「古都逍遥 京都・奈良編」「花の詩」「日常のこと」や花や風景写真

 京都・奈良を中心に古刹・名刹や「花の詩」等の紹介。花や風景写真、オリジナルの詩、カラオケ歌唱など掲載しています。

「小督局」(こごうのつぼね)

2006年06月29日 12時29分15秒 | 古都逍遥「京都篇」
 嵐山の渡月橋に立ち、ふと耳を澄ませると大堰川のそよ風にのせて「峰の嵐か松風か、たづぬる人の琴の音か・・・」と奏でる琴の音が聞こえてくるような幻想に陥る。そう、この調べは謡曲「想夫恋」で知られる「小督局」と「高倉天皇」の悲恋の物語に登場する。
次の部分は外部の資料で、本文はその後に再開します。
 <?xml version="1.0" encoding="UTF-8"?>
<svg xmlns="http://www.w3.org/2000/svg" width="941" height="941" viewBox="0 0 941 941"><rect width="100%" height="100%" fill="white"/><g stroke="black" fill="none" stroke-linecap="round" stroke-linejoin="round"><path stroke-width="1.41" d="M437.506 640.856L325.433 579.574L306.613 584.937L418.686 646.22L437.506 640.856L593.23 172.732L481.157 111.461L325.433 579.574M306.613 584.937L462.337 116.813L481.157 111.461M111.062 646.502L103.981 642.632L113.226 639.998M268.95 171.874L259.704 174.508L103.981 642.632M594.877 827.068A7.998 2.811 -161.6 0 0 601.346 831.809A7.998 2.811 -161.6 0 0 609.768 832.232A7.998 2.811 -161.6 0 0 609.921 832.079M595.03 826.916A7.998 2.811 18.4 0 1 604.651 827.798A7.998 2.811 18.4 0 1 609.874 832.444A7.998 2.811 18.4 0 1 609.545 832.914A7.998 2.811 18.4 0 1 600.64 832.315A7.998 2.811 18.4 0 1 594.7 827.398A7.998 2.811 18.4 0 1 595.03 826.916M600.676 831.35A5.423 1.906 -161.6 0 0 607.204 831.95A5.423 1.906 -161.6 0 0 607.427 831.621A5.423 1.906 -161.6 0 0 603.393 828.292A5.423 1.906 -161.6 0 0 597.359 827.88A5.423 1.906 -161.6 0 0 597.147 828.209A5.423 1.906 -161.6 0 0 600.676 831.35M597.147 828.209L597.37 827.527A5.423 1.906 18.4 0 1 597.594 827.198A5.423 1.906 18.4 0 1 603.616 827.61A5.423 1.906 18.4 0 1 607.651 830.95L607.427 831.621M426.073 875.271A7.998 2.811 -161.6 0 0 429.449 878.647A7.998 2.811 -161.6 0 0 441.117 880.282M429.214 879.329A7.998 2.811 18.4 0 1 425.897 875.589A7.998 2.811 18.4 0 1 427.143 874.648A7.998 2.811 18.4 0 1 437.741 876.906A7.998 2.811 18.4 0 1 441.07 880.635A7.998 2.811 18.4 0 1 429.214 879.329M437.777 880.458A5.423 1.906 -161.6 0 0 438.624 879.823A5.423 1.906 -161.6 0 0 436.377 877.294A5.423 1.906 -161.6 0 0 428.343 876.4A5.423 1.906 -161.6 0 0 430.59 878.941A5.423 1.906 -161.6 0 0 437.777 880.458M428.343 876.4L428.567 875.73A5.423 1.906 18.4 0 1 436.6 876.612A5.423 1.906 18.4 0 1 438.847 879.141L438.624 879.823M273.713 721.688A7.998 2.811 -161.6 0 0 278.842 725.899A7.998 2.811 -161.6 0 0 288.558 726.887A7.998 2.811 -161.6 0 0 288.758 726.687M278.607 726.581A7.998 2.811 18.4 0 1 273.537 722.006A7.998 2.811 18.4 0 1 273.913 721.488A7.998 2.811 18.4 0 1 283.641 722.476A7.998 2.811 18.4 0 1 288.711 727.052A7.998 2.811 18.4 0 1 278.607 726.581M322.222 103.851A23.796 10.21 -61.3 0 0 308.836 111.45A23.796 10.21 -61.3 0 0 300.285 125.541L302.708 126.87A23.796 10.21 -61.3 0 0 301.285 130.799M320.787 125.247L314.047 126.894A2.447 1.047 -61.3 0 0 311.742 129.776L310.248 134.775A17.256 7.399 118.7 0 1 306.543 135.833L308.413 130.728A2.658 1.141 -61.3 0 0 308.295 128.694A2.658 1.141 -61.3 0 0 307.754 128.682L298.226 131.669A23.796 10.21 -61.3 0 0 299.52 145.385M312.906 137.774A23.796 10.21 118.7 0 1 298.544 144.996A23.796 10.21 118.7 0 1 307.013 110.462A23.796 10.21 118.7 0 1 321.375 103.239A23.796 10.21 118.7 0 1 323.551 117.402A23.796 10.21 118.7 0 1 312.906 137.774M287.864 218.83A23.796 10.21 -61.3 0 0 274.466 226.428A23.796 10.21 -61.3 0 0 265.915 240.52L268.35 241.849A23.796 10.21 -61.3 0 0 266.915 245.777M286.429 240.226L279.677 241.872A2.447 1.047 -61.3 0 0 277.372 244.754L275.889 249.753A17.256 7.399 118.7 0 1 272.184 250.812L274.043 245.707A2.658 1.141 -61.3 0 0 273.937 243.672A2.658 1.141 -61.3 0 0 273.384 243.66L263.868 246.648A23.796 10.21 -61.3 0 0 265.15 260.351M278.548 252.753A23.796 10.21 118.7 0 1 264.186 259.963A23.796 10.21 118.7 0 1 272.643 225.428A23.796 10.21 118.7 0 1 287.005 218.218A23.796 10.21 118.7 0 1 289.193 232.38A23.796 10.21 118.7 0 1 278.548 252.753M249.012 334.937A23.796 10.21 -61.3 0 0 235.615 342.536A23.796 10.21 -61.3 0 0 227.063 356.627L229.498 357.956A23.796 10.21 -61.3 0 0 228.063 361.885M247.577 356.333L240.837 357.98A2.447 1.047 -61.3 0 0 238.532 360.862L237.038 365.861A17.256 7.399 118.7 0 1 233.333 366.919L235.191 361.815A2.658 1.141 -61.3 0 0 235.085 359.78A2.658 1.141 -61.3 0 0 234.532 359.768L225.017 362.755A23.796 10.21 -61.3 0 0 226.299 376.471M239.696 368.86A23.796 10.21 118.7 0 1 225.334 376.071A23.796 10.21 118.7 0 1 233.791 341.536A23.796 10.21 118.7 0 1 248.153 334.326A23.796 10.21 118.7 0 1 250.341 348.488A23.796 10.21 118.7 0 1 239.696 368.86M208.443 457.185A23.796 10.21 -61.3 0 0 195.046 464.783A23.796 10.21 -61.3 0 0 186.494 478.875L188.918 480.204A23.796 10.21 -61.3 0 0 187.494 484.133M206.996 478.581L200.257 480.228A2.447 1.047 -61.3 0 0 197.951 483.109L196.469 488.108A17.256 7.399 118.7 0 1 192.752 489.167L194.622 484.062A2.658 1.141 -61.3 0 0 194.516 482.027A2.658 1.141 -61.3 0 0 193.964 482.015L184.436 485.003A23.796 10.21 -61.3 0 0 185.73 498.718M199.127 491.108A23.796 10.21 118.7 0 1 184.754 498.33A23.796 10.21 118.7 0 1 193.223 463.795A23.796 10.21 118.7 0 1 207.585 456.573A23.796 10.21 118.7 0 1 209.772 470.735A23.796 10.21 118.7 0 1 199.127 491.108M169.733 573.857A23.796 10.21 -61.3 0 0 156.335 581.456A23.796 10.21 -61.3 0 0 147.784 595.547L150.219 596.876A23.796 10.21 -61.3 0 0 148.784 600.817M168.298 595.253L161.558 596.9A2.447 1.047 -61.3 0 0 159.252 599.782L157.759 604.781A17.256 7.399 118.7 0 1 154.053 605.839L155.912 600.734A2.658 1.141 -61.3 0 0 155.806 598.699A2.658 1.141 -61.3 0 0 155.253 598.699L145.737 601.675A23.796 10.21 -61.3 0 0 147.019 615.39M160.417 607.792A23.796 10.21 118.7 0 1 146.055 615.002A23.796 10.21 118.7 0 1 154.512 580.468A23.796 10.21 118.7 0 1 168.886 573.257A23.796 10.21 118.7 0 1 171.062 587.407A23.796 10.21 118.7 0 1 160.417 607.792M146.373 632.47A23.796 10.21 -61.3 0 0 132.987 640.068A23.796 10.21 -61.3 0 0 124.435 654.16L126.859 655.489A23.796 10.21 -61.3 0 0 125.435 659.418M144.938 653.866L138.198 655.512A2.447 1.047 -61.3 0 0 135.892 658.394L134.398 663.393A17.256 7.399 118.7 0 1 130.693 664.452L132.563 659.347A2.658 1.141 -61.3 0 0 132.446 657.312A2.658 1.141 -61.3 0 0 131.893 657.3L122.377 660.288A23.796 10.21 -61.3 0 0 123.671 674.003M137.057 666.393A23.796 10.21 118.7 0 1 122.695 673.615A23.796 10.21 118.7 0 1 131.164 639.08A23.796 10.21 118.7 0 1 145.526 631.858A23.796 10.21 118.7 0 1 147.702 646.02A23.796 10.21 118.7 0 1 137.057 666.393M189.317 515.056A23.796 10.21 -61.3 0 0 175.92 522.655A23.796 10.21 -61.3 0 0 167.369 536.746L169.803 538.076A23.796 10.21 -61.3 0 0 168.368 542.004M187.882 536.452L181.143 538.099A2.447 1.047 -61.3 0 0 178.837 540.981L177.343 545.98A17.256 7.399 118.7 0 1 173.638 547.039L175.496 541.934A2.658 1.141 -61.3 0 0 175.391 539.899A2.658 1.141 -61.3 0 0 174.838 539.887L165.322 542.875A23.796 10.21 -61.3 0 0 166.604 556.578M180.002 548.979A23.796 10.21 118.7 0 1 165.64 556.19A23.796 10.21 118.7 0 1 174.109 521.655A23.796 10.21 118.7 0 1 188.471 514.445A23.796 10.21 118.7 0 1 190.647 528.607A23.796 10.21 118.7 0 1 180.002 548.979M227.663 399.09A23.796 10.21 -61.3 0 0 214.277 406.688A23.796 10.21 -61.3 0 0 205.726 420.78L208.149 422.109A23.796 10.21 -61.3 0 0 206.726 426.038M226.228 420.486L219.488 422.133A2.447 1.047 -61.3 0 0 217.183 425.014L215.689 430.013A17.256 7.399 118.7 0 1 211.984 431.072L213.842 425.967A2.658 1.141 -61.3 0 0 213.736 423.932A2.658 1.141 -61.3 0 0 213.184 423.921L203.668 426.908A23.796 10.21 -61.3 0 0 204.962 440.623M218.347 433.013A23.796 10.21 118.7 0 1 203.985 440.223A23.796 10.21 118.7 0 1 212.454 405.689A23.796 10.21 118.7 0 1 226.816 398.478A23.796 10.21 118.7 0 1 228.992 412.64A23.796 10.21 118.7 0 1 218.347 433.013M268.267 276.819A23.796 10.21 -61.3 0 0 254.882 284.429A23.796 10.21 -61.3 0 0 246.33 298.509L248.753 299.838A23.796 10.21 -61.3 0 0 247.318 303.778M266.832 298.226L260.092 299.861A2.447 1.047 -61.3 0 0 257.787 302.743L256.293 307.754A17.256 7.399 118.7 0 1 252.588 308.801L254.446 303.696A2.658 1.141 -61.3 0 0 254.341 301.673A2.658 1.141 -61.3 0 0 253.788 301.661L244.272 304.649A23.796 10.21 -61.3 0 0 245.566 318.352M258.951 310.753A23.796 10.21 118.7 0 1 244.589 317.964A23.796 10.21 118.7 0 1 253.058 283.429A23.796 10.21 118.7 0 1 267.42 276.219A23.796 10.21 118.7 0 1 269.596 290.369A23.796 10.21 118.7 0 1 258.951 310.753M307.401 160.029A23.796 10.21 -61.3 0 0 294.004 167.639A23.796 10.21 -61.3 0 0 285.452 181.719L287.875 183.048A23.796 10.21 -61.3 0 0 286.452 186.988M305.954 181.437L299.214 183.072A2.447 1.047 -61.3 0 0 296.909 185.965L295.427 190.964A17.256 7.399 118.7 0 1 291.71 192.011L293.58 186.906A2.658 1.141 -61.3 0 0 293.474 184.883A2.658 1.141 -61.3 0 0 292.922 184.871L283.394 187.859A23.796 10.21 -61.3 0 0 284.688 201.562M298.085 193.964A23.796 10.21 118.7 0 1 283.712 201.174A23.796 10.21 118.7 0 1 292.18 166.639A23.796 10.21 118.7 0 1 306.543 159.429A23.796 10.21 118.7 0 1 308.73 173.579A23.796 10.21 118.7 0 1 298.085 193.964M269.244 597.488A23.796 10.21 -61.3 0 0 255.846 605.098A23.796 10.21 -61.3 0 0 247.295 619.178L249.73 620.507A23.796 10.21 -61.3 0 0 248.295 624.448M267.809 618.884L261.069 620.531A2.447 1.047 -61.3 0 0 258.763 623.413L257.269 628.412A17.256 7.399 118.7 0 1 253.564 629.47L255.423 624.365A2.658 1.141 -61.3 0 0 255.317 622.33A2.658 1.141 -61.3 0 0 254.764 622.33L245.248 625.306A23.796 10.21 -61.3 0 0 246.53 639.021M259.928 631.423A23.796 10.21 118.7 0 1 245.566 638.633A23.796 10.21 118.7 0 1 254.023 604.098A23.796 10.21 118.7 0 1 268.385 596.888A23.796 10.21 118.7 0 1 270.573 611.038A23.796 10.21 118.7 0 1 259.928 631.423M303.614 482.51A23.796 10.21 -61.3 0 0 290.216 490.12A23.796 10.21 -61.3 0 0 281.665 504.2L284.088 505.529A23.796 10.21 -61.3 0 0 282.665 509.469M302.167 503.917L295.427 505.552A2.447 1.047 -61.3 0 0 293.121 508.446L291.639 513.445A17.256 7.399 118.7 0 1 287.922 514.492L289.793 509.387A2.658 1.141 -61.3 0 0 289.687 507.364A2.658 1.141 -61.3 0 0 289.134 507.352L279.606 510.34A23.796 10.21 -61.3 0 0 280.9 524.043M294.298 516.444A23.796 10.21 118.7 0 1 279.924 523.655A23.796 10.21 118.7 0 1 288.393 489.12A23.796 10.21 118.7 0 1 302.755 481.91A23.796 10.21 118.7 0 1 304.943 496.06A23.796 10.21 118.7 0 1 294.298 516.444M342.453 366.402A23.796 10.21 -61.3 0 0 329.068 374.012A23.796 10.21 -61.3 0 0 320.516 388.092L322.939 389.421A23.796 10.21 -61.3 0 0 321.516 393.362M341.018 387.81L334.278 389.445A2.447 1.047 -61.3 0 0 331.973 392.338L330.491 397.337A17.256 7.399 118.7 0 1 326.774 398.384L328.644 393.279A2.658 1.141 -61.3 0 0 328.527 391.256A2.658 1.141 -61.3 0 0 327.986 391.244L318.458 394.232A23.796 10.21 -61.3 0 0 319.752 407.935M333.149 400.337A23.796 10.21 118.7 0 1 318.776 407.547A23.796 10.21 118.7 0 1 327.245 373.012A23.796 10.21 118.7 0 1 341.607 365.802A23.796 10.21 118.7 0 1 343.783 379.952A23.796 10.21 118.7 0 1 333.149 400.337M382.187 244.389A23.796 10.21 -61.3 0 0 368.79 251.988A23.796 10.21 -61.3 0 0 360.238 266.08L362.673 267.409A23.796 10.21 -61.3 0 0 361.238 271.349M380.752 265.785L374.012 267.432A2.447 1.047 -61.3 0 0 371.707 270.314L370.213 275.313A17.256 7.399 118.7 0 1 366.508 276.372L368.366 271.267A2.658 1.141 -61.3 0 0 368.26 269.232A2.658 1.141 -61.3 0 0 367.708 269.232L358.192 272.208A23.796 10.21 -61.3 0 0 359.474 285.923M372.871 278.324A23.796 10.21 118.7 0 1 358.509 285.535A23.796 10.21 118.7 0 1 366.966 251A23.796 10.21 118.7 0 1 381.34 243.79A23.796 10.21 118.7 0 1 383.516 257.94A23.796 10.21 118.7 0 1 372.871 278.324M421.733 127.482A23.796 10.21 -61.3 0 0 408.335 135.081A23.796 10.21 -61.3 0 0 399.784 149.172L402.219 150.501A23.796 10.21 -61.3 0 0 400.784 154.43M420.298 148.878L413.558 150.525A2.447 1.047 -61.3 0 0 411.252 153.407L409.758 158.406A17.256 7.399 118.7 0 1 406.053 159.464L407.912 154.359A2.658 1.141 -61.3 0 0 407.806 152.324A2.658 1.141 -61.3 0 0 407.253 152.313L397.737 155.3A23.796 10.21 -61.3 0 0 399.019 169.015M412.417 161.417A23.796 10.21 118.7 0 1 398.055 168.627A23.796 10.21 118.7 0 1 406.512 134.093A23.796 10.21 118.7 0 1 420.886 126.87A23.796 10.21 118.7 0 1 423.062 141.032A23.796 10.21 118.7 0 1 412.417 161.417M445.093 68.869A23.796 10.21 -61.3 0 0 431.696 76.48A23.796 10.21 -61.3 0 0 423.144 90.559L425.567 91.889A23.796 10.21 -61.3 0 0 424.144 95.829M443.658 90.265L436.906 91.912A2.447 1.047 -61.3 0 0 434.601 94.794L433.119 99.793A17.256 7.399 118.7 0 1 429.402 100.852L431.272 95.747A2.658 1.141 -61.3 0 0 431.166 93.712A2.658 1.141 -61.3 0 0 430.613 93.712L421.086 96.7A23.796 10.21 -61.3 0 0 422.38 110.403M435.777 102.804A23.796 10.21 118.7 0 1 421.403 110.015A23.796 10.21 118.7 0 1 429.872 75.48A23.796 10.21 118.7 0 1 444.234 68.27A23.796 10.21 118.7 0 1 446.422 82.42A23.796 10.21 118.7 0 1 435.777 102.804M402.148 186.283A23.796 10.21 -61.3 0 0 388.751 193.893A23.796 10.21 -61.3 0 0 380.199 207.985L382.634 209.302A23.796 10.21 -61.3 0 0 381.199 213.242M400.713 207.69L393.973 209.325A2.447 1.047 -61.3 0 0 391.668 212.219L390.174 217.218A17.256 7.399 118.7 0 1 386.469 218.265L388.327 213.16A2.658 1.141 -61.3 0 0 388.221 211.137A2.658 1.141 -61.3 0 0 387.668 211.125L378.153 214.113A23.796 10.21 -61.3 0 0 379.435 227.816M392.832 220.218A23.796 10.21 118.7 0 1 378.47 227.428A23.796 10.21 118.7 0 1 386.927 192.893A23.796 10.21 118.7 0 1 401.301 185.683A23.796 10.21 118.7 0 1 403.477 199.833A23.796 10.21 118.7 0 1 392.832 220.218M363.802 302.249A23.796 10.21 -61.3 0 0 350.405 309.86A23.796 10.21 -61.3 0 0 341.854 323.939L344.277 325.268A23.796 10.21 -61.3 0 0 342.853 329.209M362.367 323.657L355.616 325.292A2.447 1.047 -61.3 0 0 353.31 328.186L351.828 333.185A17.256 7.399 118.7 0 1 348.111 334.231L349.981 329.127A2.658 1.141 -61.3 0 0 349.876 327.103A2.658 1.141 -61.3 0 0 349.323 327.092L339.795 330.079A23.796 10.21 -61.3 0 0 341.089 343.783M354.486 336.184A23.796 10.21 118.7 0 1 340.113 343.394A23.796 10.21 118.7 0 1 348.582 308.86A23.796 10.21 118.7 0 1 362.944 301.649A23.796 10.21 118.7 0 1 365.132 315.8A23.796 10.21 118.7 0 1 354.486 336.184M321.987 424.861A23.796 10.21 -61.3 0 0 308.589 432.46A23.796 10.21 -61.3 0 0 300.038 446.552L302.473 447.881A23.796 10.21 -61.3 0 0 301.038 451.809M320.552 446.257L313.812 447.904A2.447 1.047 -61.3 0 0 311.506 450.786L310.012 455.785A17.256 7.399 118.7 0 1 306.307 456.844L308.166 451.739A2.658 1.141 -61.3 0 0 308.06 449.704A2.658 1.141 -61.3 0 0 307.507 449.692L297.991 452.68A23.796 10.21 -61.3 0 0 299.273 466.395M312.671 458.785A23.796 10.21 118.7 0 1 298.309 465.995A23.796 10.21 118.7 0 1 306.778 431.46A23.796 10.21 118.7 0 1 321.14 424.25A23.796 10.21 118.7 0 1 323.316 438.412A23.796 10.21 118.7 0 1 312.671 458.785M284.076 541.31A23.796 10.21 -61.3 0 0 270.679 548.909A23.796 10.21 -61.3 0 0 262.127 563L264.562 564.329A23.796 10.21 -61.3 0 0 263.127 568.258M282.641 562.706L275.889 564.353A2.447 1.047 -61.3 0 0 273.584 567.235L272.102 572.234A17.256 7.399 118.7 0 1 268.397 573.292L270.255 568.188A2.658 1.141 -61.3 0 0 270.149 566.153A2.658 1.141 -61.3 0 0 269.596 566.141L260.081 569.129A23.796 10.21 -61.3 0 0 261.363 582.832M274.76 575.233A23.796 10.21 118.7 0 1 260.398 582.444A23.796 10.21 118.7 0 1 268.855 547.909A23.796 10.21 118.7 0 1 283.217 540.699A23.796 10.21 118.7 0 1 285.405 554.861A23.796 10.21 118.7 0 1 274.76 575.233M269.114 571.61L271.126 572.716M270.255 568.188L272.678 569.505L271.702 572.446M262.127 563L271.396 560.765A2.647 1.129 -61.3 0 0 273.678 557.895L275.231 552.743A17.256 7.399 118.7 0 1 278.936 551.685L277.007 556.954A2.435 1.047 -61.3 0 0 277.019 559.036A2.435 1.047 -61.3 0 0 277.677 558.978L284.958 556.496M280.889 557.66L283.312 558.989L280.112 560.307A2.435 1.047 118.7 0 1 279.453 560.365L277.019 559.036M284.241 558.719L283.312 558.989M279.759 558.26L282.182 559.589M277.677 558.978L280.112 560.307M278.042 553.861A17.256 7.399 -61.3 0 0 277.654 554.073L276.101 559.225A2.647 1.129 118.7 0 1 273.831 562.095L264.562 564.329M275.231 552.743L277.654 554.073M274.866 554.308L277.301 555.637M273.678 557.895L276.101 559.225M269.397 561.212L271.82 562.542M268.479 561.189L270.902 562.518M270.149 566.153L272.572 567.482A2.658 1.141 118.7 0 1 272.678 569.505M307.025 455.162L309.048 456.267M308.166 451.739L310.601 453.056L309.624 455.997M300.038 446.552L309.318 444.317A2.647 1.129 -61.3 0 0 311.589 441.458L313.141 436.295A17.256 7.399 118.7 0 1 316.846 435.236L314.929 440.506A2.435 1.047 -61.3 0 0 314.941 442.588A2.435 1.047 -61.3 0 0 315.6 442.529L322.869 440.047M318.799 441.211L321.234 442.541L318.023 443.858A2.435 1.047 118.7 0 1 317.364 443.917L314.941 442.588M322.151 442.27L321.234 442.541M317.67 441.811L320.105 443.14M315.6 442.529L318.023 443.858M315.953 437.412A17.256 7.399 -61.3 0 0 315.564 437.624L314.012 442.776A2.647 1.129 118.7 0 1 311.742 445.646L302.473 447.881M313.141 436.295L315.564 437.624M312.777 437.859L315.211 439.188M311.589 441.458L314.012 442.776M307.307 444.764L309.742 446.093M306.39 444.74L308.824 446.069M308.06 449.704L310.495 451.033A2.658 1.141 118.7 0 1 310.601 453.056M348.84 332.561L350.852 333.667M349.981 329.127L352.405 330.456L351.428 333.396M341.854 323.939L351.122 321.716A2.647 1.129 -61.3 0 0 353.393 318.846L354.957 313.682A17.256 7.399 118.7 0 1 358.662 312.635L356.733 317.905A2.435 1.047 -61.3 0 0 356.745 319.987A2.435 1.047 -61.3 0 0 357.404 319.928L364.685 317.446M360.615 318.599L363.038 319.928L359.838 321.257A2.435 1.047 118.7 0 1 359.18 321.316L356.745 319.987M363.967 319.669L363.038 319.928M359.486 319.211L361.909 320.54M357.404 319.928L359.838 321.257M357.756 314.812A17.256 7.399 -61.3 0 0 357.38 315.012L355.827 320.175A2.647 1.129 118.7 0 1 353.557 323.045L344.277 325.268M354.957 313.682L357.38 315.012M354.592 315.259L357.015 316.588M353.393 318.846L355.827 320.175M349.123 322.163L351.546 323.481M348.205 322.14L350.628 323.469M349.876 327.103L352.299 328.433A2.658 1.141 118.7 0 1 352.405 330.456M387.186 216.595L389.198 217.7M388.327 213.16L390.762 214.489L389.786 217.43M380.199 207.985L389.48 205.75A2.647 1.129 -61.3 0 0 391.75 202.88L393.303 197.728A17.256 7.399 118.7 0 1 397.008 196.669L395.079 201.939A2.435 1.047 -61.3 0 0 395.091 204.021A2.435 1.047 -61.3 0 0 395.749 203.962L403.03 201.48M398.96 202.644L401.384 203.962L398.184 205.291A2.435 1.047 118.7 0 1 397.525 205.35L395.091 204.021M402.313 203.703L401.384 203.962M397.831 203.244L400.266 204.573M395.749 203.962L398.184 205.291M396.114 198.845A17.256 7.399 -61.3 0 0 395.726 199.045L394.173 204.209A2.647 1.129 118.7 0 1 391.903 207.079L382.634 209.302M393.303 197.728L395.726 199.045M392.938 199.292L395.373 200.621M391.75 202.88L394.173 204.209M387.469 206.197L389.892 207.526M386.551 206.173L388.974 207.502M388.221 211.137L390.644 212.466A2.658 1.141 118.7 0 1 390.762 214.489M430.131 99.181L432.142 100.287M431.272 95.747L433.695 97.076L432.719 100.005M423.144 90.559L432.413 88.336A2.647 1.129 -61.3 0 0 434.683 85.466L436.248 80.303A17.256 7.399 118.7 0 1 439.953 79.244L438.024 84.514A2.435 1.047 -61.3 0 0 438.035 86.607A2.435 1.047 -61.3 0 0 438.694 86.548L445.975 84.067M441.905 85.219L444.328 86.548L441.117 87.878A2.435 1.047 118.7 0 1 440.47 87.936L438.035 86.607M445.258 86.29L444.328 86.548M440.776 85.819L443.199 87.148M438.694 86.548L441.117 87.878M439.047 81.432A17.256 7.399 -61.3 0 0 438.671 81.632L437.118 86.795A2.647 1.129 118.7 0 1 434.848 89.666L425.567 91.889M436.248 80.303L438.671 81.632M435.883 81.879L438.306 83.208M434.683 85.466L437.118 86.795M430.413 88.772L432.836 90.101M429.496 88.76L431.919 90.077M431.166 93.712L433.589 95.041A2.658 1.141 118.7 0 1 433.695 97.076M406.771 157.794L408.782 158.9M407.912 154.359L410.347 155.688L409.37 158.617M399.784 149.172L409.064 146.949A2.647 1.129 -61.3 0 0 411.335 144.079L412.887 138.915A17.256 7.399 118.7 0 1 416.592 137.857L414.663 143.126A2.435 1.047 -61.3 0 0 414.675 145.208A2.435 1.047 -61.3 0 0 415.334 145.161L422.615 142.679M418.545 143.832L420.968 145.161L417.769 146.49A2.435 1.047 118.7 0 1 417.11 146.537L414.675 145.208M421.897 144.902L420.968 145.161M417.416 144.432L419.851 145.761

 『平家物語』巻六によれば、小督局は桜待中納言藤原成範(しげのり)の娘で宮廷一の美貌、琴の名手とも云われた。
 局は高倉天皇の寵を得たが、中宮建礼門院の実父平清盛ににらまれ、嵯峨に身を隠すことになった。天皇は北面の武士、弾正少弼源仲国(だんじょうしょうひつ みなもとなかくに)に密命をくだし、小督局の行方を求め、さ迷い歩いた。
 そして8月15日、仲秋の明月の夜であった。
 「琴の名手小督は必ずや琴を奏するに違いない」、そう思った仲国は嵯峨野へと向った。一方、嵯峨野にひっそりと暮らす小督は、帝の愛に思いを馳せつつ琴を爪弾いていた。月光に映える嵯峨野を琴の音を頼りにやって来た仲国の耳に、「想夫恋」の調が届く。訪ねあてた仲国に、小督は会うことを拒むが、帝の文を渡すと、涙に暮れた…。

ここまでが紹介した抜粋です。